Gwenn Thomas has created several new series of prints and works on paper that relate to her signature works on canvas. These dynamic, masterful orchestrations of abstract forms and marks—drawn rectangles of solid color, silhouettes of cut bits of cloth, depictions of paint strokes or a wayward bit of newsprint—are realized by hands-on manipulation of printing plates, generating digital prints, and drawing with ink.

Il Lee uses ballpoint pens to create—out of thousands of tangled lines—solid, mountainous forms and series of line-enmeshed shapes. Lee draws vigorously and with incisive focus. His rigorous process, hidden by the freedom of the mark-making, allows the viewer to retrace the history of each line and better understand the creation of the complex forms and multiple effects. With fidelity to his ballpoint pen medium, Lee makes intimate drawings as well as large works with monumental presence.

Alexandra do Carmo wields a 005 Sakura pen to create drawings that are variations of a single image of a Tyrannosaurus rex from a children’s book. Isolated or floating across the paper, faint to ghostly-faint, red-brown, pointillistic renderings of T-Rex’s head, or parts of the head, repeat, creating ethereal landscapes that belie the fierceness of their progenitors.

Theresa Chong’s drawings with their dark grounds and multitudes of tiny white squares connected by fine lines are elegantly abstract, lyrically diagrammatic. On a computer, she makes layered compositions that she then enhances and translates by hand onto Japanese handmade paper. Maps without destinations, these constellations in gouache and pencil of finely rendered form and line have a luxuriant intelligence.

Artists’ Profiles:

Richard Tsao, born in Bangkok, came to New York from Thailand in 1976. He lives and works in New York. Recent exhibitions include: Portraits, 100 Tonson Gallery, Bangkok, Thailand (2004); The Inverse Mirror, curated by Paul Laster, Chambers Fine Art, New York, NY (2003); and Paintings, Margaret Thatcher Projects, New York, NY. His solo exhibition Paintings and Works on Paper at the Queens Museum (Bulova), NY was curated by Jane Farver and Christina Yang.
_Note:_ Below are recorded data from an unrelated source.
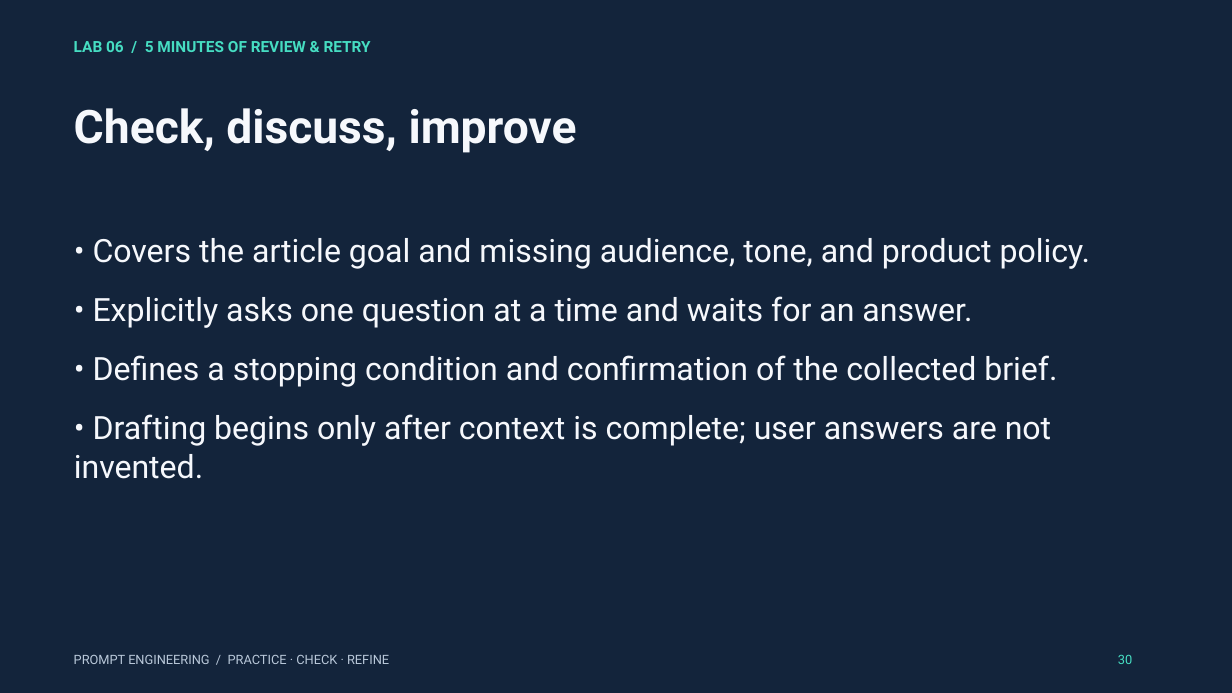
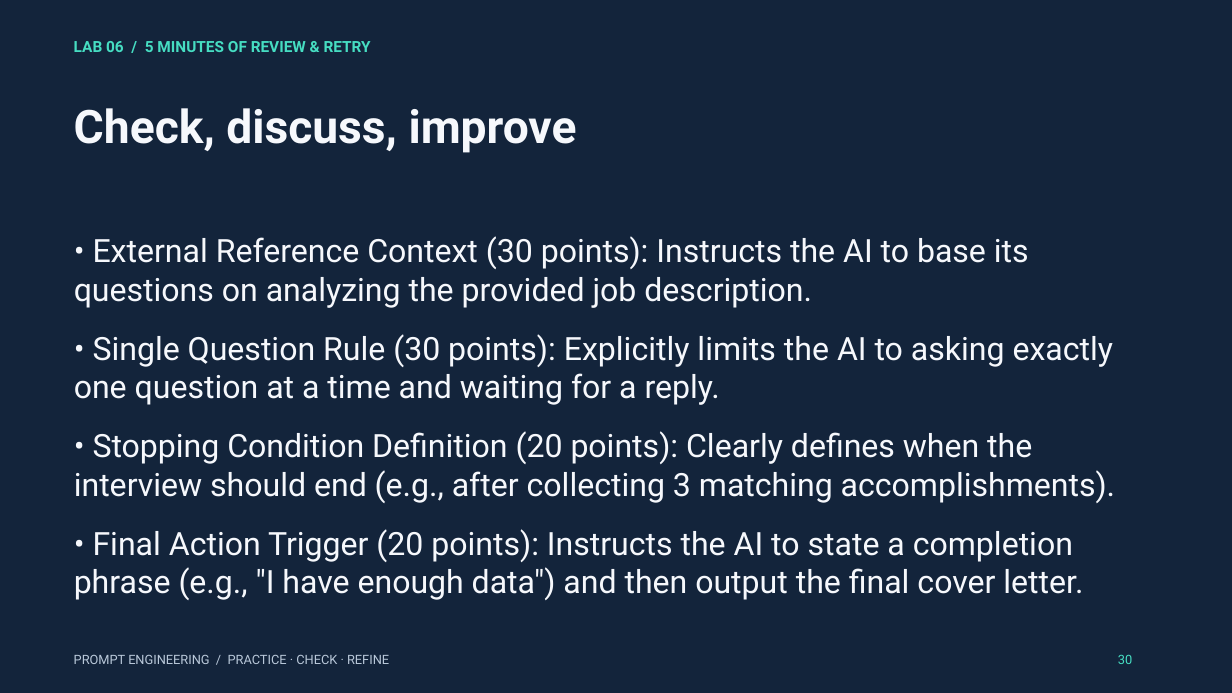
Before and after one commit to mahdimnkh81/prompt-engineering-workshop, a slide deck: slide 30 of materials/prompt_engineering_3_hour_workshop.pptx. Drawn at 1232x693 pixels with LibreOffice and Linux fonts; fonts in the diff are those of the drawing. Boxes give left, top, right and bottom in pixels: in the first picture for what was removed or moved away, otherwise in the second. Text is boxed around its words. In the diff, an @@ line names an element or a change of style, - is before the commit and + after.

Commit message:
fix 7 questions

```diff
--- a/materials/prompt_engineering_3_hour_workshop.pptx
+++ b/materials/prompt_engineering_3_hour_workshop.pptx
@@ text at (x1=74, y1=236, x2=1115, y2=600): text changed @@
-• Covers the article goal and missing audience, tone, and product policy.
-• Explicitly asks one question at a time and waits for an answer.
-• Defines a stopping condition and confirmation of the collected brief.
-• Drafting begins only after context is complete; user answers are not invented.
+• External Reference Context (30 points): Instructs the AI to base its questions on analyzing the provided job description.
+• Single Question Rule (30 points): Explicitly limits the AI to asking exactly one question at a time and waiting for a reply.
+• Stopping Condition Definition (20 points): Clearly defines when the interview should end (e.g., after collecting 3 matching accomplishments).
+• Final Action Trigger (20 points): Instructs the AI to state a completion phrase (e.g., "I have enough data") and then output the final cover letter.
```
Also in this commit, not shown: 19 other slides changed, 14 other files.

Gwenn Thomas, born in Rhode Island, studied at The Cooper Union School of Art in New York and at the Sorbonne in Paris. She lives and works in New York. Recent exhibitions include: Multiple Encounters, Indira Gandhi National Center of the Arts, New Delhi, India (2004); The Michael Hoffman Tribute Collection, Philadelphia Museum of Art, Philadelphia, PA (2004); Gwenn Thomas, New Arts Program Exhibition Space, Kutztown, PA (2004); Gwenn Thomas: Recent Work, Art Projects International, New York, NY (2002); Gwenn Thomas, Galerie Hafemann, Weisbaden, Germany (2001).
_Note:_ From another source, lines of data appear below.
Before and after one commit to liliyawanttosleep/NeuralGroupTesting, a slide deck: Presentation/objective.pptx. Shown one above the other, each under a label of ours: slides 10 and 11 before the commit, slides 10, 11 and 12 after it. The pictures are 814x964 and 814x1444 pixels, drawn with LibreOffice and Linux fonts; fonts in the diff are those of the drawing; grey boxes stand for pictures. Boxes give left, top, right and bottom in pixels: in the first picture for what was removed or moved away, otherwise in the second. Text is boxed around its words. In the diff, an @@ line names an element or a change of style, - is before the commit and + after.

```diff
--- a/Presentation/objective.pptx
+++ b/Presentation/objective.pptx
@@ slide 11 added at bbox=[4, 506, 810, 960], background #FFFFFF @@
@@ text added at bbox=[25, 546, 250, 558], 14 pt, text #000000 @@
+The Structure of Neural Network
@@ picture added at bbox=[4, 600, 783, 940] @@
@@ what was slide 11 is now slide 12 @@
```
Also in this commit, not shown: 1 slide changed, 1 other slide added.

Il Lee, born in Korea, studied in Seoul and New York, and now lives and works in Brooklyn, NY. Recent exhibitions include: Open House: Working in Brooklyn, curated by Charlotta Kotik, Brooklyn Museum of Art, Brooklyn, NY (2004) and Il Lee: New Drawings and Paintings, Art Projects International, New York, NY (2004). His latest new works are on view in NextNext Art at the Brooklyn Academy of Music (BAM), curated by Dan Cameron, Senior Curator of the New Museum of Contemporary Art.

Alexandra do Carmo, born in Portugal, now lives and works in New York and is currently participating in the Whitney Independent Study Program. Recent exhibitions include: Wild M5, Sala do Veado, Nacional Natural History Museum, Lisbon, Portugal (2004); Micron 005 performance, Lugar Comum-Fabrica da Polvora, Barcarena Portugal (2004); Micron 005, Pratt Institute, Brooklyn, New York, NY (2002).
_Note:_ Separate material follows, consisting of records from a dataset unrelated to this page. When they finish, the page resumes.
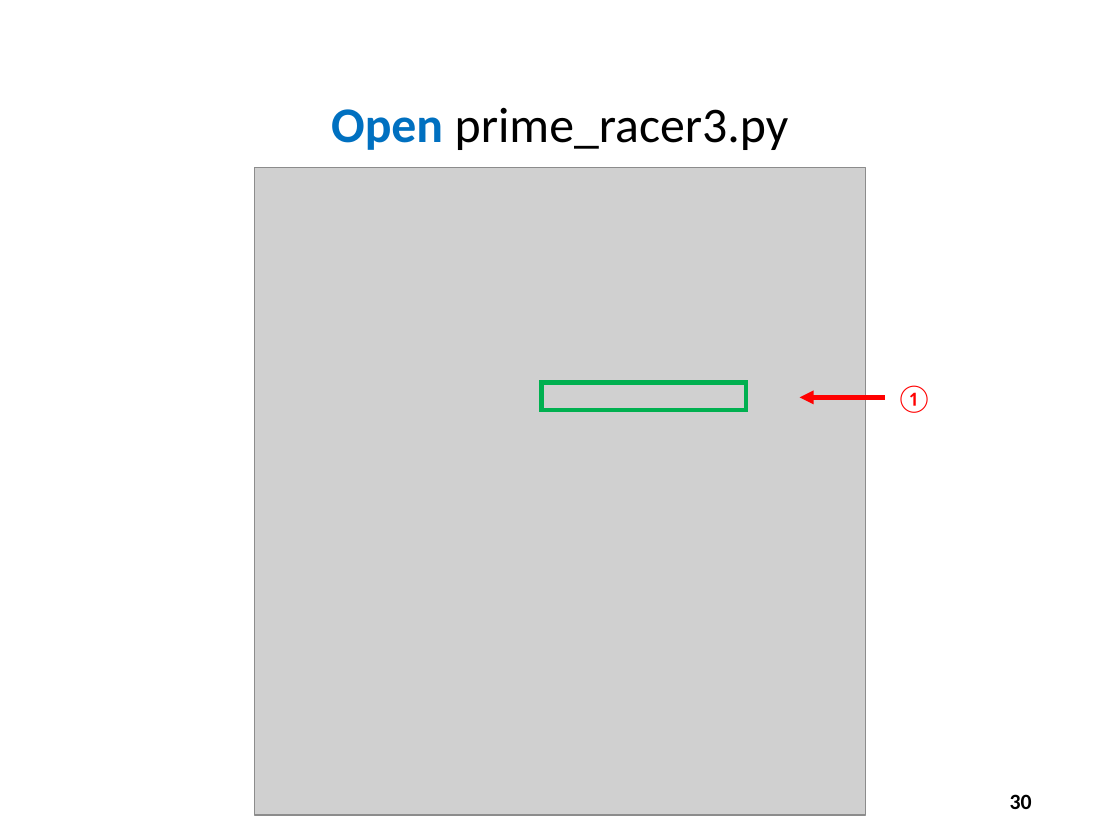
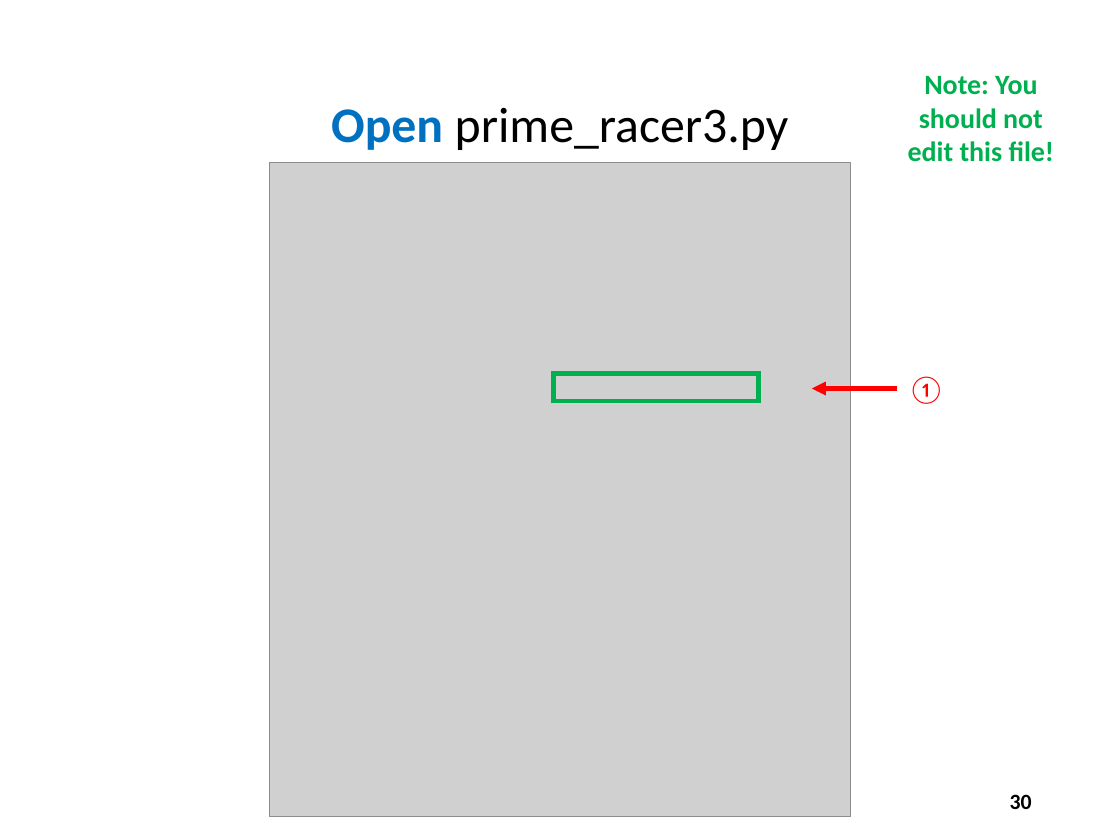
Before and after one commit to dbiersach/scicomp101, a slide deck: slide 30 of Session 10 - Random Numbers and Algorithms/Session 10 - Random Numbers and Algorithms.pptx. Drawn at 1120x840 pixels with LibreOffice and Linux fonts; fonts in the diff are those of the drawing; grey boxes stand for pictures. Boxes give left, top, right and bottom in pixels: in the first picture for what was removed or moved away, otherwise in the second. Text is boxed around its words. In the diff, an @@ line names an element or a change of style, - is before the commit and + after.

```diff
--- a/Session 10 - Random Numbers and Algorithms/Session 10 - Random Numbers and Algorithms.pptx
+++ b/Session 10 - Random Numbers and Algorithms/Session 10 - Random Numbers and Algorithms.pptx
@@ text added at [908,76,1055,162], 18 pt, text #00B050, bold @@
+Note: You should not edit this file!
@@ picture: place and size @@
-picture at [254,168,866,815]
+picture at [269,162,850,816]
@@ 1 text, 1 rectangle, 1 arrow: place and size @@
-1 text, 1 rectangle, 1 arrow at [541,382,933,413]
+1 text, 1 rectangle, 1 arrow at [553,373,945,404]
```
Also in this commit, not shown: 9 other slides changed, 7 other files.

Theresa Chong born in Seoul, Korea, lives and works in New York. Recent exhibitions include: New Works on Paper, Danese, New York, NY (2003); Young & Brash & Abstract, Anderson Gallery, Virginia Commonwealth University, Richmond, VA (2002); Finely Drawn: A Recent Gift of Contemporary Drawings, Weatherspoon Art Gallery, Greensboro, NC (2001); and The Draftsman’s Colors: 14 New Acquisitions from Johns to Chong, Whitney Museum of American Art, New York, NY (2001).